Please give the data again in full, precisely as it is written.
*** Opening Record extracts ***
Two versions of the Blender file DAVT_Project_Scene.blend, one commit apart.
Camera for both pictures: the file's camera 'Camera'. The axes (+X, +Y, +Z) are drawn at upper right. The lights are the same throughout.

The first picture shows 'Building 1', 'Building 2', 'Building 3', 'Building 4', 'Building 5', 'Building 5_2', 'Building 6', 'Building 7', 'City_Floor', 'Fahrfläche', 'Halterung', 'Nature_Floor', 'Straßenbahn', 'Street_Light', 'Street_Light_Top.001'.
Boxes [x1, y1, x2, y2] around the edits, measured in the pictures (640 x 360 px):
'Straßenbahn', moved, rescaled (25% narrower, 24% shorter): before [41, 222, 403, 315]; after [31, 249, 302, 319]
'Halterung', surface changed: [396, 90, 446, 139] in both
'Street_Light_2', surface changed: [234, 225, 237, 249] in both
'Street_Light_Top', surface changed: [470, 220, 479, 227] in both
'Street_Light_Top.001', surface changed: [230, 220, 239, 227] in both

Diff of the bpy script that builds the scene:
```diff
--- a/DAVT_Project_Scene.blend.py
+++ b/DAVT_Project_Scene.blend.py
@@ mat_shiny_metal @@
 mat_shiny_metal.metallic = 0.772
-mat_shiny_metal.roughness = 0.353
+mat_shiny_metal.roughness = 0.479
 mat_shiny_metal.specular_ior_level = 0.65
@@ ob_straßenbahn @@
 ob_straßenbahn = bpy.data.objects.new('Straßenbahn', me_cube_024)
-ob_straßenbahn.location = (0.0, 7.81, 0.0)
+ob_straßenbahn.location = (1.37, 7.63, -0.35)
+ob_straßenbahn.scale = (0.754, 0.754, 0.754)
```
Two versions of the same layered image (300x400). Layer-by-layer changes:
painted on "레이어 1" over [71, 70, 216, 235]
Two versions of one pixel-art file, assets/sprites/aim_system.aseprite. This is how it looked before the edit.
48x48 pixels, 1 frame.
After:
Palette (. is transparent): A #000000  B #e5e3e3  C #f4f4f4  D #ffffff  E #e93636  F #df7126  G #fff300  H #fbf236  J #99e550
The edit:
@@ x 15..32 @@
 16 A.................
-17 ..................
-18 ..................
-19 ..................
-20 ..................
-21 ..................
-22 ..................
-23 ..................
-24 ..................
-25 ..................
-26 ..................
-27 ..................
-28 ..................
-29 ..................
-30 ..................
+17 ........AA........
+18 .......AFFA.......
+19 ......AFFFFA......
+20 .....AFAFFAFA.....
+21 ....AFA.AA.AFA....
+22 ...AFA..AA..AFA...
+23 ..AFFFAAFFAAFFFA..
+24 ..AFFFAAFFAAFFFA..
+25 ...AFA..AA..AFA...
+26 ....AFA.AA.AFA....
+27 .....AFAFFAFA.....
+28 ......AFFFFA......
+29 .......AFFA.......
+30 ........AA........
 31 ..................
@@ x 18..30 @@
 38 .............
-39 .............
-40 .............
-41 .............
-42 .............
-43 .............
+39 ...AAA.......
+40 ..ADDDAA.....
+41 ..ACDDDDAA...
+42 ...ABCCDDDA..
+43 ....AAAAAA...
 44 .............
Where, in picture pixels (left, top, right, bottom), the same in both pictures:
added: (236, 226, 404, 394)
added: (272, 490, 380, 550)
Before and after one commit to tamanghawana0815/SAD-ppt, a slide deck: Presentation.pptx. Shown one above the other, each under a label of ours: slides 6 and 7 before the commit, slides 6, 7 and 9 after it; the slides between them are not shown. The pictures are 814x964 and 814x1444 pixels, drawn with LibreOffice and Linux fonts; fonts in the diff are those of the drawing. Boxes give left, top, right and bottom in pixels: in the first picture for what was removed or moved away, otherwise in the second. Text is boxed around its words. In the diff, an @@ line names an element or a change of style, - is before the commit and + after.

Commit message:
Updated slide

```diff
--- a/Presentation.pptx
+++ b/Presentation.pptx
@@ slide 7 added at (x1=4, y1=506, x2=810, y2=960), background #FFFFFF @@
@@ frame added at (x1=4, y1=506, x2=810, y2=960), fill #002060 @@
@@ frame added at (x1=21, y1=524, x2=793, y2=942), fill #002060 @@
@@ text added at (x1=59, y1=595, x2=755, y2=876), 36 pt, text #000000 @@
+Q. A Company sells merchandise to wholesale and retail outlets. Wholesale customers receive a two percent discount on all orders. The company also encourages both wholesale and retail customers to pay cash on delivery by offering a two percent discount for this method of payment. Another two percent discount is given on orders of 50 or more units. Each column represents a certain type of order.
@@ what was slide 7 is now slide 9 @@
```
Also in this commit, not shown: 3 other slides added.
*** Closing Record extracts ***
## Response to the task
Two versions of the Blender file DAVT_Project_Scene.blend, one commit apart.
Camera for both pictures: the file's camera 'Camera'. The axes (+X, +Y, +Z) are drawn at upper right. The lights are the same throughout.

The first picture shows 'Building 1', 'Building 2', 'Building 3', 'Building 4', 'Building 5', 'Building 5_2', 'Building 6', 'Building 7', 'City_Floor', 'Fahrfläche', 'Halterung', 'Nature_Floor', 'Straßenbahn', 'Street_Light', 'Street_Light_Top.001'.
Boxes [x1, y1, x2, y2] around the edits, measured in the pictures (640 x 360 px):
'Straßenbahn', moved, rescaled (25% narrower, 24% shorter): before [41, 222, 403, 315]; after [31, 249, 302, 319]
'Halterung', surface changed: [396, 90, 446, 139] in both
'Street_Light_2', surface changed: [234, 225, 237, 249] in both
'Street_Light_Top', surface changed: [470, 220, 479, 227] in both
'Street_Light_Top.001', surface changed: [230, 220, 239, 227] in both

Diff of the bpy script that builds the scene:
```diff
--- a/DAVT_Project_Scene.blend.py
+++ b/DAVT_Project_Scene.blend.py
@@ mat_shiny_metal @@
 mat_shiny_metal.metallic = 0.772
-mat_shiny_metal.roughness = 0.353
+mat_shiny_metal.roughness = 0.479
 mat_shiny_metal.specular_ior_level = 0.65
@@ ob_straßenbahn @@
 ob_straßenbahn = bpy.data.objects.new('Straßenbahn', me_cube_024)
-ob_straßenbahn.location = (0.0, 7.81, 0.0)
+ob_straßenbahn.location = (1.37, 7.63, -0.35)
+ob_straßenbahn.scale = (0.754, 0.754, 0.754)
```
Two versions of the same layered image (300x400). Layer-by-layer changes:
painted on "레이어 1" over [71, 70, 216, 235]
Two versions of one pixel-art file, assets/sprites/aim_system.aseprite. This is how it looked before the edit.
48x48 pixels, 1 frame.
After:
Palette (. is transparent): A #000000  B #e5e3e3  C #f4f4f4  D #ffffff  E #e93636  F #df7126  G #fff300  H #fbf236  J #99e550
The edit:
@@ x 15..32 @@
 16 A.................
-17 ..................
-18 ..................
-19 ..................
-20 ..................
-21 ..................
-22 ..................
-23 ..................
-24 ..................
-25 ..................
-26 ..................
-27 ..................
-28 ..................
-29 ..................
-30 ..................
+17 ........AA........
+18 .......AFFA.......
+19 ......AFFFFA......
+20 .....AFAFFAFA.....
+21 ....AFA.AA.AFA....
+22 ...AFA..AA..AFA...
+23 ..AFFFAAFFAAFFFA..
+24 ..AFFFAAFFAAFFFA..
+25 ...AFA..AA..AFA...
+26 ....AFA.AA.AFA....
+27 .....AFAFFAFA.....
+28 ......AFFFFA......
+29 .......AFFA.......
+30 ........AA........
 31 ..................
@@ x 18..30 @@
 38 .............
-39 .............
-40 .............
-41 .............
-42 .............
-43 .............
+39 ...AAA.......
+40 ..ADDDAA.....
+41 ..ACDDDDAA...
+42 ...ABCCDDDA..
+43 ....AAAAAA...
 44 .............
Where, in picture pixels (left, top, right, bottom), the same in both pictures:
added: (236, 226, 404, 394)
added: (272, 490, 380, 550)
Before and after one commit to tamanghawana0815/SAD-ppt, a slide deck: Presentation.pptx. Shown one above the other, each under a label of ours: slides 6 and 7 before the commit, slides 6, 7 and 9 after it; the slides between them are not shown. The pictures are 814x964 and 814x1444 pixels, drawn with LibreOffice and Linux fonts; fonts in the diff are those of the drawing. Boxes give left, top, right and bottom in pixels: in the first picture for what was removed or moved away, otherwise in the second. Text is boxed around its words. In the diff, an @@ line names an element or a change of style, - is before the commit and + after.

Commit message:
Updated slide

```diff
--- a/Presentation.pptx
+++ b/Presentation.pptx
@@ slide 7 added at (x1=4, y1=506, x2=810, y2=960), background #FFFFFF @@
@@ frame added at (x1=4, y1=506, x2=810, y2=960), fill #002060 @@
@@ frame added at (x1=21, y1=524, x2=793, y2=942), fill #002060 @@
@@ text added at (x1=59, y1=595, x2=755, y2=876), 36 pt, text #000000 @@
+Q. A Company sells merchandise to wholesale and retail outlets. Wholesale customers receive a two percent discount on all orders. The company also encourages both wholesale and retail customers to pay cash on delivery by offering a two percent discount for this method of payment. Another two percent discount is given on orders of 50 or more units. Each column represents a certain type of order.
@@ what was slide 7 is now slide 9 @@
```
Also in this commit, not shown: 3 other slides added.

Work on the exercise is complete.